I don't vote for any of the contests, just in case something like this happens, then I cast the deciding vote. If we were actually giving out prizes then somethign more formal would have to be done but since this is all in fun...I finally got to vote! 

And I can honestly say that it was very hard to decide. I'll be very happy to go back to not voting. lol

This was also to help speed up the process of getting the August contest up and running.


----------



## Oaklys Dad (Dec 28, 2005)

Congratulations Claudia. That is a great picture.


----------



## Gwen (Aug 9, 2007)

Oaklys Dad said:


> Congratulations Claudia. That is a great picture.


I do not want to take away anything from the winning picture with my comments! Congratulations, again!


----------



## rik6230 (Jan 8, 2008)

Congrats. great picture


----------



## janine (Aug 8, 2009)

Great picture....


----------



## Bob Dylan (Mar 31, 2009)

*CONGRATULATIONS!!!!*
Great Picture!


----------



## Neeko13 (Jul 10, 2010)

Way to go Heidi, and her pups!!!!!:hyper:


----------



## Joanne & Asia (Jul 23, 2007)

Congrats! That is a great picture.


----------



## paula bedard (Feb 5, 2008)

Aw, Congrats Claudia! It's doubly sweet 'cause Peanut is in that picture.


----------



## Heidi36oh (Feb 27, 2007)

OK, if it's not too late here is the new topic "Going into Fall"
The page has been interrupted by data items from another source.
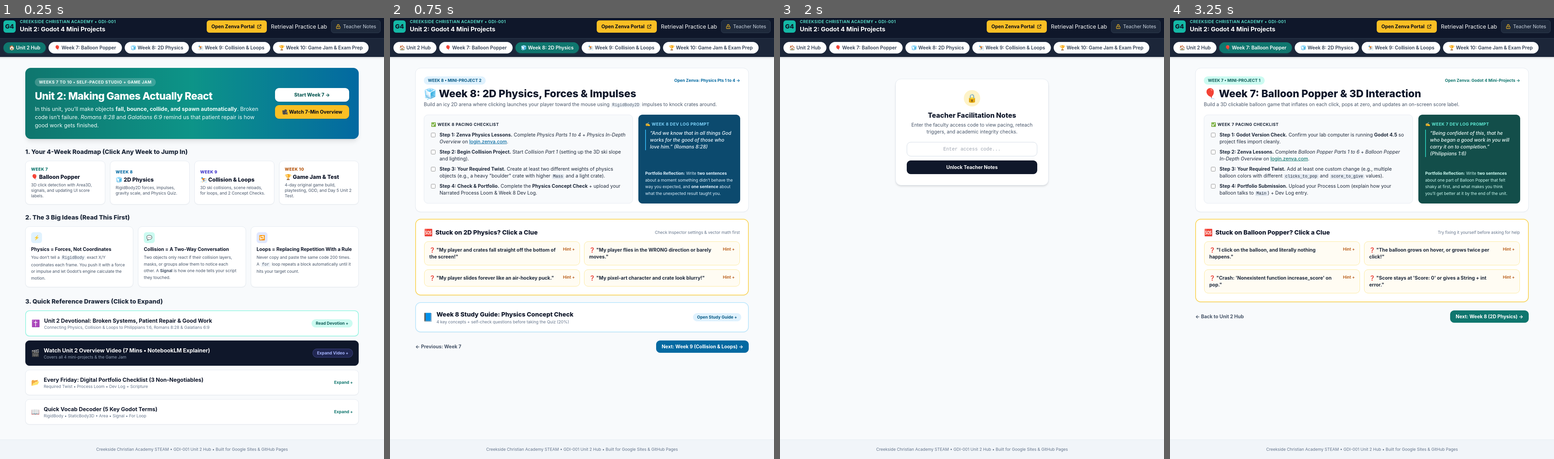
Above: before the commit, frames 1-4 (left to right).
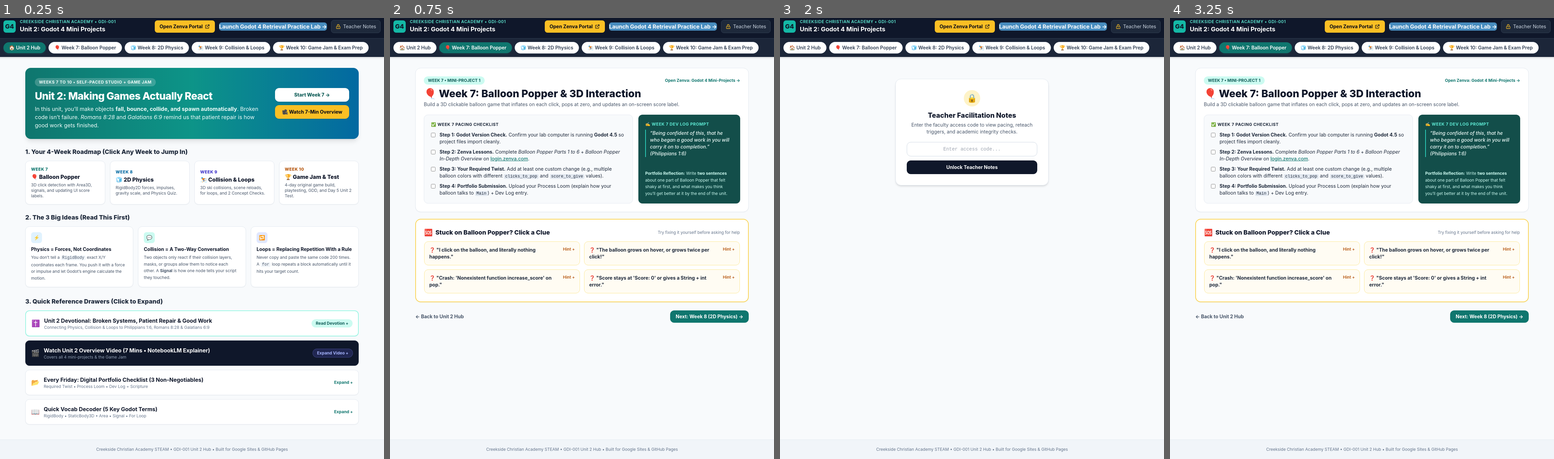
Above: after the commit, the same moments.

Repository: swright-lab/GameDesign2627
Game: browser game, page index.html
Two runs of this game, one before a commit and one after it. Both use one fixed random seed, a clock stepped at 60 frames per second and the inputs below.
Inputs:
- Up to frame 1 (0.25 s): no input
- Up to frame 2 (0.75 s): click "Start Week 7 →" at 0.27 s; click "Next: Week 8 (2D Physics) →" (after the commit: "Launch Godot 4 Retrieval Prac…") at 0.52 s
- Up to frame 3 (2 s): click "Next: Week 9 (Collision & Loo…" (after the commit: "Next: Week 8 (2D Physics) →") at 0.77 s; click "🏆 Week 10: Game Jam & Exam Pr…" at 1.27 s; click "Teacher Notes" at 1.87 s
- Up to frame 4 (3.25 s): click "🧊 Week 8: 2D Physics" at 2.47 s; click "🎈 Week 7: Balloon Popper" at 3.07 s

The runs differ from the first frame. In frame 1, 1.0% of the frame differs, in the area x 40-86%, y 0-4%; in frame 2, 13%, in the area x 6-94%, y 0-76%; in frame 3, 1.0%; in frame 4, 1.0%.

Commit message:
Enhance Godot 4 Retrieval Practice Lab link
Updated link to the Godot 4 Retrieval Practice Lab with new styling and target attributes.

Diff:
--- a/index.html
+++ b/index.html
@@ -59,7 +59,9 @@
           <span>Open Zenva Portal</span>
           <svg class="w-4 h-4" fill="none" stroke="currentColor" viewBox="0 0 24 24"><path stroke-linecap="round" stroke-linejoin="round" stroke-width="2" d="M10 6H6a2 2 0 00-2 2v10a2 2 0 002 2h10a2 2 0 002-2v-4M14 4h6m0 0v6m0-6L10 14"></path></svg>
         </a>
-        <a href="godot_4_retrieval_practice_lab.html">Retrieval Practice Lab</a>
+        <a href="godot_4_retrieval_practice_lab.html" target="_blank" style="display: inline-block; background: #478cbf; color: white; padding: px-10 px-18; border-radius: 8px; text-decoration: none; font-weight: bold;">
+    Launch Godot 4 Retrieval Practice Lab &rarr;
+    </a>
         <button onclick="switchPage('teacher')"
                 class="bg-slate-800 hover:bg-slate-700 text-slate-300 hover:text-white border border-slate-700 text-xs sm:text-sm px-3 py-2 rounded-lg transition flex items-center gap-1.5">
           <svg class="w-4 h-4 text-amber-400" fill="none" stroke="currentColor" viewBox="0 0 24 24"><path stroke-linecap="round" stroke-linejoin="round" stroke-width="2" d="M12 15v2m-6 4h12a2 2 0 002-2v-6a2 2 0 00-2-2H6a2 2 0 00-2 2v6a2 2 0 002 2zm10-10V7a4 4 0 00-8 0v4h8z"></path></svg>

Thanks everyone for voting for my all time fave picture..yes it's Peanut, Jack and Chewie...Thanks again.


----------



## Enzos_Mom (Apr 8, 2010)

I don't have any fall pictures of Enzo yet - he hasn't been alive that long! lol


----------



## Heidi36oh (Feb 27, 2007)

Enzos_Mom said:


> I don't have any fall pictures of Enzo yet - he hasn't been alive that long! lol


I was thinking going into fall, it's very fall like here already...still very hot here, but the you can tell fall is the air.


----------



## Enzos_Mom (Apr 8, 2010)

Hmm...depending on how long it runs, I'm sure I can come up with something. =)


----------



## Champ (Jun 10, 2006)

Congratulations, a great photo indeed!


----------



## Chuppy (Apr 11, 2009)

Congrats!


----------